ADHD者との職場での関わりのヒント〜教育現場からの示唆〜/文献調べ25-06

前回に続き、角南なおみ先生の著書「発達障害における教師の専門性」(学文社,2022)から、企業の障害者雇用現場において、上司・先輩・同僚の人たちが発達障害のある社員とどう関わるかのヒントを探ります。

今回は、「ADHD児に対する困難感プロセスの特徴」の章を抜書きし、所感を述べさせてもらいます。

目次

教師の関わりの特徴

ASD児同様に、教師がADHD児への個別対応が上手くいかない場合に指導の「困難感」が表出していました。

「困難感」に直面した際、教師は「特性理解」「子ども(本人)の理解」という多面的な理解を図ろうとするようです。

特性理解

「特性理解」は「認知特性」と「行動特性」に分けられます。

認知特性

  • 不注意・・・すぐに注意が逸れてしまう
  • 多動性・・・身体が意識しないうちに動いてしまう
  • 衝動性・・・思考がすぎに言葉や行動に現れてしまう

行動特性

  • 諦め・・・失敗状況に対する自己統制(Milich,1994)。注意と忍耐を要する努力が難しい上、失敗体験も重なり、自信や関心のない活動に対し諦め、最初から課題に取り組まない。失敗しないようにする。
  • 認知の偏り・・・「肯定的錯覚バイアス(Positive Illusory Bias)」(Owens et al., 2007)
  • 状況把握の難しさ・・・自己に関する「現実と異なる省察」(Hoza et al., 2004)

子ども理解

発達特性を除いた領域の本人の理解として「承認」「内面理解」があります。

承認

  • 行動承認・・・良い行動を評価
  • 能力承認・・・能力部分に対する承認
  • 努力承認・・・特性のため結果が出にくいことも多いが取り組みの過程を認める
  • 資質承認・・・生来的な良い性質に対する承認

内面理解

心情理解・・・行動の背景にある子どもの心情について
思考理解・・・不適切行動をしてしまう子どもの思考について
背景理解・・・子供を全体として理解するための家庭状況を含む背景について

困難さによる「教師の悩み」のが生じた際、多面的理解から「対応の再検討」がなされ、「個別対応」「学級での関与」を経て、「振り返り」が行われていました。

省察的実践家としての教師の専門性

「振り返り」を通して、今後の関わりの方向性を判断しているところから「省察的実践家」という言葉が出てきています。その点を踏まえて、教師の専門性を整理すると以下が示唆されています。
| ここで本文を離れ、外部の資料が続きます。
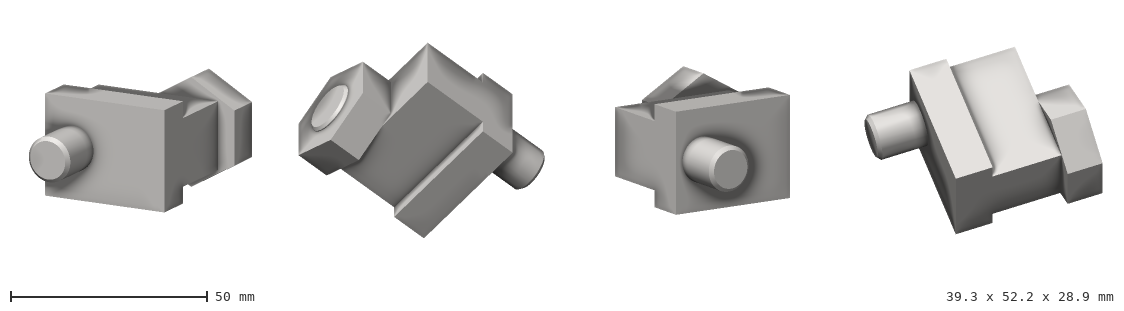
import cadquery as cq

block_length = 34.5
flange_height = 26.9
flange_depth = 10.0
stem_height = 18.1
stem_depth = 18.55

pin_diameter = 12.0
pin_tip_diameter = 10.1
pin_length = 13.25
pin_center_x = 8.0

hex_corner_diameter = 28.9
hex_center_x = 26.75
hex_depth = 9.45

stub_diameter = 14.0
stub_length = 1.0
stub_chamfer = 0.75

stem_back = flange_depth + stem_depth
hex_back = stem_back + hex_depth


def plane_at(x, y):
    """Plane facing +Y, with its local x axis along +Z."""
    return cq.Workplane(cq.Plane(origin=(x, y, 0), xDir=(0, 0, 1), normal=(0, 1, 0)))


def block_layer(front, depth, height):
    """Full-length slab centred on Z = 0."""
    slab = cq.Workplane("XY").box(block_length, depth, height, centered=(False, False, True))
    return slab.translate((0, front, 0))


def pin():
    chamfer = (pin_diameter - pin_tip_diameter) / 2
    shank = plane_at(pin_center_x, -pin_length).circle(pin_diameter / 2).extrude(pin_length)
    return shank.faces("<Y").chamfer(chamfer)


def hex_head():
    return plane_at(hex_center_x, stem_back).polygon(6, hex_corner_diameter).extrude(hex_depth)


def stub():
    disc = plane_at(hex_center_x, hex_back).circle(stub_diameter / 2).extrude(stub_length)
    return disc.faces(">Y").chamfer(stub_chamfer)


flange = block_layer(0, flange_depth, flange_height)
stem = block_layer(flange_depth, stem_depth, stem_height)
result = flange.union(stem).union(pin()).union(hex_head()).union(stub())

  • 特性理解を「認知特性」として諦め・認知の偏り・状況把握の難しさを含めて理解していること
  • 自己肯定感の低さを考慮した個別、集団対応
  • 子どもの分析の自己省察とを往還した理解と対応。

これら省察過程は、教師の「省察的実践家」(Schon,1983/2001)としての専門性を示しているようです。

所感

「省察的実践」という言葉は、医療や教育の現場で用いられますが、改めて、いい言葉だなと思います。

実践だけでは知見が蓄積されませんし、思考だけでも実践知は得られません。

やってみて、ふりかえって、よりよい方向性を見出すという、「省察」という行為を用いた実践は、プロの支援者として重要なあり方だなと感じました。